▶ _Exercise directions_
Could you retype, exactly and with no pictures, only the lines from the first line of the records below through the line that contains "rail_top = 12.0"?

*** Data to process

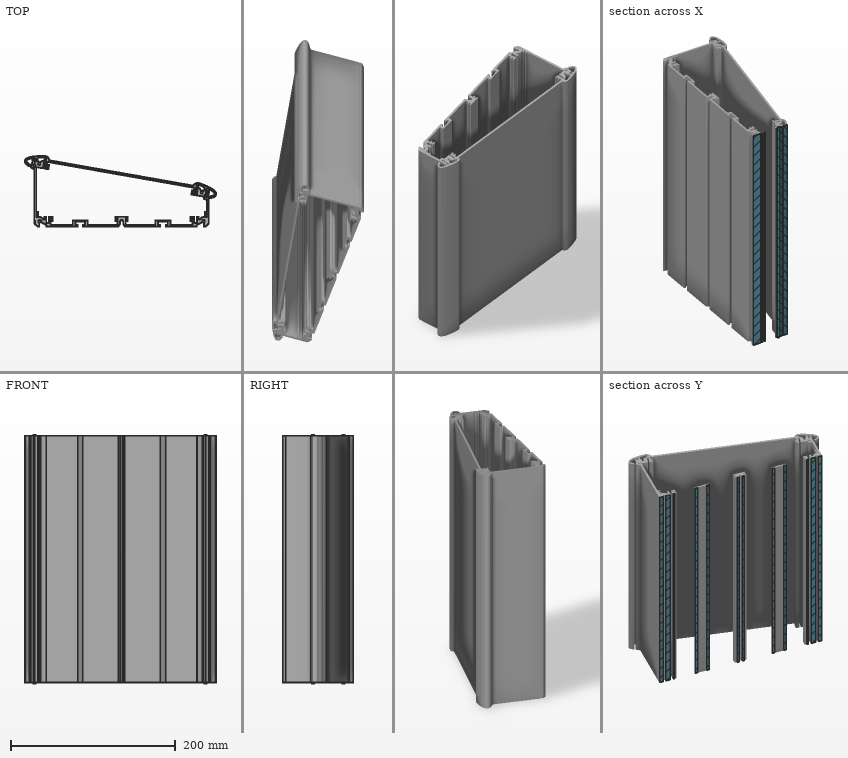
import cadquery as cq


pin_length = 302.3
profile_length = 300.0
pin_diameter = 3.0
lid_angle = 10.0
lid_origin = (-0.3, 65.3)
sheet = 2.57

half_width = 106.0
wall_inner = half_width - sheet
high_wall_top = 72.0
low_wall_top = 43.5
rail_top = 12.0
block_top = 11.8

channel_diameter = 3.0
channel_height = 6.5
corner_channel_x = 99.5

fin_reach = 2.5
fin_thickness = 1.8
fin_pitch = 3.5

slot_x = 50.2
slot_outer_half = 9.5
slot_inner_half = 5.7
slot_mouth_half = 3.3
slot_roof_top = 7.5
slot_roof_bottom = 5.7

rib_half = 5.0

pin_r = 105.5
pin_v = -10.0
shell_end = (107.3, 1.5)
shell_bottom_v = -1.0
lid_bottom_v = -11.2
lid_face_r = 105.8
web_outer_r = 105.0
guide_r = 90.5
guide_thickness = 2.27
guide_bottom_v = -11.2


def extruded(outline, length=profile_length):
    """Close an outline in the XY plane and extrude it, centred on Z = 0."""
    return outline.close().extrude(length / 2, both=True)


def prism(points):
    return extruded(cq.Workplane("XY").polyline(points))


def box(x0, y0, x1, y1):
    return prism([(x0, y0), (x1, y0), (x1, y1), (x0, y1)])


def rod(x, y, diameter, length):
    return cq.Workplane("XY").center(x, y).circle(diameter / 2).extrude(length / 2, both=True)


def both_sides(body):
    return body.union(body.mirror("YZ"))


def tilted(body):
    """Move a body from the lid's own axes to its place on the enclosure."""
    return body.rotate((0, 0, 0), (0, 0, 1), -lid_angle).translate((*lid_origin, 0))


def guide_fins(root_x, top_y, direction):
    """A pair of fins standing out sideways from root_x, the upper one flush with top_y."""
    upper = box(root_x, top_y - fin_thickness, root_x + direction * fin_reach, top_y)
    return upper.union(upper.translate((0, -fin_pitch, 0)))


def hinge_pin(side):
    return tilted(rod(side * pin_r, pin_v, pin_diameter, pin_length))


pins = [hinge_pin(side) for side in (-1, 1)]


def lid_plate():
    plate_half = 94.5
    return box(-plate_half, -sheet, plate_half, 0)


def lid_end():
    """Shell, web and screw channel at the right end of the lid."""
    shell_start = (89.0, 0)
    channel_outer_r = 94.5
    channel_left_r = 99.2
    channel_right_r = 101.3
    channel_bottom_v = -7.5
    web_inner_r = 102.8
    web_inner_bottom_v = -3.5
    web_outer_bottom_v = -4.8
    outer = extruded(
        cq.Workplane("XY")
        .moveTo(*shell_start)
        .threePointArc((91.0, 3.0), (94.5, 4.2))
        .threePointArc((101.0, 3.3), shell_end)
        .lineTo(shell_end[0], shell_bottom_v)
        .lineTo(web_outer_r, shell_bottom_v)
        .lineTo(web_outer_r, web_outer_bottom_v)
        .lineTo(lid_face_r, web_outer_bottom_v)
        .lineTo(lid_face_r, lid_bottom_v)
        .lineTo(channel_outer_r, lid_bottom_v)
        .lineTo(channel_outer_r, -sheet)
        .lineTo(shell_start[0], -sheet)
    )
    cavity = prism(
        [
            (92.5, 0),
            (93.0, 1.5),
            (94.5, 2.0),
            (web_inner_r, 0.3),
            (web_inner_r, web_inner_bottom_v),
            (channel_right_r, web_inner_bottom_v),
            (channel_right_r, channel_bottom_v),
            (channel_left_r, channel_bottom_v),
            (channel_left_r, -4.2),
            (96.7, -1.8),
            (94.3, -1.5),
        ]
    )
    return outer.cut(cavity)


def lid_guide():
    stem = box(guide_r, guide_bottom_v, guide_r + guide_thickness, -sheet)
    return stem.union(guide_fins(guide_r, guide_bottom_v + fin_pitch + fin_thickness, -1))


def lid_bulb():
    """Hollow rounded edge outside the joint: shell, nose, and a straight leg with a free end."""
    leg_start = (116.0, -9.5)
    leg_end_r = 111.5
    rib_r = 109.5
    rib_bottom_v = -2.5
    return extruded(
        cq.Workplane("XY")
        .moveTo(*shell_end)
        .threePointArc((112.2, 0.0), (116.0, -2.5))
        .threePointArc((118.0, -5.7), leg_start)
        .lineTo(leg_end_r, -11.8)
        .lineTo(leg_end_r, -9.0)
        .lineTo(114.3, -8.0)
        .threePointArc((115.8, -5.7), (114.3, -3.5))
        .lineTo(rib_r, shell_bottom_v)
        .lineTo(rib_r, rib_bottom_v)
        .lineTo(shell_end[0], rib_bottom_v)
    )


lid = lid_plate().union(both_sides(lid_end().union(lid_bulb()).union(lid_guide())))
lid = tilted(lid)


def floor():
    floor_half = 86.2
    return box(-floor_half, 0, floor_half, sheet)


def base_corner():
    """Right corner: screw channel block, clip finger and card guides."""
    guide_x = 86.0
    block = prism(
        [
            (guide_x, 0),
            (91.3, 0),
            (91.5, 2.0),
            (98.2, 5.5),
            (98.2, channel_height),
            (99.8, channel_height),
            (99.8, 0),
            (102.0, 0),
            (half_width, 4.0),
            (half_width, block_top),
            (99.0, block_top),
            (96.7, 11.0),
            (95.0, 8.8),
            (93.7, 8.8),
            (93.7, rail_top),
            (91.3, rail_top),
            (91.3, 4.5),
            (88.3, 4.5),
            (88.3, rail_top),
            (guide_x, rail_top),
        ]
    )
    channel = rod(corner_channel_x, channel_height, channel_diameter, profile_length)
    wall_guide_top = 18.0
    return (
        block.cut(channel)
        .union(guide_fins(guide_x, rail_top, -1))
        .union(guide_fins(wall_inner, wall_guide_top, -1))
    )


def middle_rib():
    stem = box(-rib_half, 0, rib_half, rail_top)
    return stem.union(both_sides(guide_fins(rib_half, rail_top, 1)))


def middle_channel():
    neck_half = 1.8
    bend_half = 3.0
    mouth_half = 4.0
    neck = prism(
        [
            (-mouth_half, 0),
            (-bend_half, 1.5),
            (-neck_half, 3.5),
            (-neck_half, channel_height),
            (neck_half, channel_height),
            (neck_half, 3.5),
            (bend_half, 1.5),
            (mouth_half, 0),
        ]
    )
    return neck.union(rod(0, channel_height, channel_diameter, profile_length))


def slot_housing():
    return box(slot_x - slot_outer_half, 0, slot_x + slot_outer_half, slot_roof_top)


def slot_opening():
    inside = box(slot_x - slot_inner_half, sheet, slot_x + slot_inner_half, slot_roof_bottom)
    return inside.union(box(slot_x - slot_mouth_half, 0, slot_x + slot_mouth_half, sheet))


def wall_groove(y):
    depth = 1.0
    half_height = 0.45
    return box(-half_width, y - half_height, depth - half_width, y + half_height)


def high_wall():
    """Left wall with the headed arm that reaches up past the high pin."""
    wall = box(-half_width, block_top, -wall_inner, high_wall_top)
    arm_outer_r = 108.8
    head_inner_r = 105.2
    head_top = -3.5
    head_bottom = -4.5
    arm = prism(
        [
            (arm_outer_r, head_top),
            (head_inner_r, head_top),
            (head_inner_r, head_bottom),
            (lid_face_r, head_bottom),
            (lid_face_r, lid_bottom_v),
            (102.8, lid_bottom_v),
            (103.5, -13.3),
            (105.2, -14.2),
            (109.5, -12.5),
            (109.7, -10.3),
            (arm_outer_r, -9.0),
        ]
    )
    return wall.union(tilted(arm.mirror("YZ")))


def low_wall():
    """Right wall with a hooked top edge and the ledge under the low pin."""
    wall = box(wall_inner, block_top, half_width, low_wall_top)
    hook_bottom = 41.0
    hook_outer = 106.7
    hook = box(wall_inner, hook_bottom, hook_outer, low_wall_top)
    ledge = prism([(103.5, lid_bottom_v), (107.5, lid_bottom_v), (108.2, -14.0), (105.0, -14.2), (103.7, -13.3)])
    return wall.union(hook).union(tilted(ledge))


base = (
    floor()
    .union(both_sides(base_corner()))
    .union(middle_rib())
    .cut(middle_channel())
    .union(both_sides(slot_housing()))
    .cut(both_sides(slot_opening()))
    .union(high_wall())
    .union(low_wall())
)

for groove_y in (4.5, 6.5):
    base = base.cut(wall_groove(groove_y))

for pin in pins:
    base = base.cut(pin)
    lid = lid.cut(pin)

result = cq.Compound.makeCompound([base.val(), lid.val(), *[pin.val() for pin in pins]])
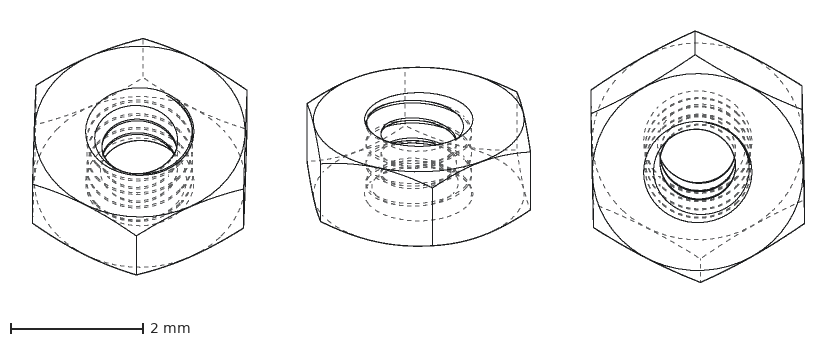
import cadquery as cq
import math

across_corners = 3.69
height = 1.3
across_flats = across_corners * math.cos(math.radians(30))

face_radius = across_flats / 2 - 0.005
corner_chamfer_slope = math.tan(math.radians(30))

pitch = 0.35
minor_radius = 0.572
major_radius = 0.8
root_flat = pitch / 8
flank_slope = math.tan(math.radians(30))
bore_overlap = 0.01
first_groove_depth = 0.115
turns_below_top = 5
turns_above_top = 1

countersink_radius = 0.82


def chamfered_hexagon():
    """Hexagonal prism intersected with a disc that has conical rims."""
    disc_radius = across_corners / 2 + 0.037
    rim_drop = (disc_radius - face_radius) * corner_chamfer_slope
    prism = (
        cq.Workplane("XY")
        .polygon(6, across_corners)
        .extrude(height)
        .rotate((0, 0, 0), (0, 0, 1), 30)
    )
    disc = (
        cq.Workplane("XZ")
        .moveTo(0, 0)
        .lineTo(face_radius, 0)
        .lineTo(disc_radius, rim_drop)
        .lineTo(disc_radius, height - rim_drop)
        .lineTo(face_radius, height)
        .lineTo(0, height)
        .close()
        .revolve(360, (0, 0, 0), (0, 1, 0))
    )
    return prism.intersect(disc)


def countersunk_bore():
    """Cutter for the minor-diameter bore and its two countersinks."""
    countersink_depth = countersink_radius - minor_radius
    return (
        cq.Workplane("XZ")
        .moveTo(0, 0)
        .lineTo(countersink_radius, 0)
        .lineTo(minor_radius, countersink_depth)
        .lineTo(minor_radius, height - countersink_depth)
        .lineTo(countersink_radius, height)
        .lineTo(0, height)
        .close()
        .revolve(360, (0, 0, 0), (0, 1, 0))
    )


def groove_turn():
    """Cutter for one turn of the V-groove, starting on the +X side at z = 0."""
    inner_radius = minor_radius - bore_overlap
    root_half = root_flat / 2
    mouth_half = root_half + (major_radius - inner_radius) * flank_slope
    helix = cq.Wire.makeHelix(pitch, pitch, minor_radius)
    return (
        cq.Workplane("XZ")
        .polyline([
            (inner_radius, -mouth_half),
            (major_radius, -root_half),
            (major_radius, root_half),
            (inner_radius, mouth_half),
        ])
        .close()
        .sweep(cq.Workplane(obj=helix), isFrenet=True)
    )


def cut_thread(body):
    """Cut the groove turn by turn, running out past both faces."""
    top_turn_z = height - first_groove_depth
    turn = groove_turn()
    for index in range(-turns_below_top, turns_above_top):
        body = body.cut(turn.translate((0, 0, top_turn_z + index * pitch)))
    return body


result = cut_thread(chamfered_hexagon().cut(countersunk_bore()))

******

▶ _Written solution_
import cadquery as cq


pin_length = 302.3
profile_length = 300.0
pin_diameter = 3.0
lid_angle = 10.0
lid_origin = (-0.3, 65.3)
sheet = 2.57

half_width = 106.0
wall_inner = half_width - sheet
high_wall_top = 72.0
low_wall_top = 43.5
rail_top = 12.0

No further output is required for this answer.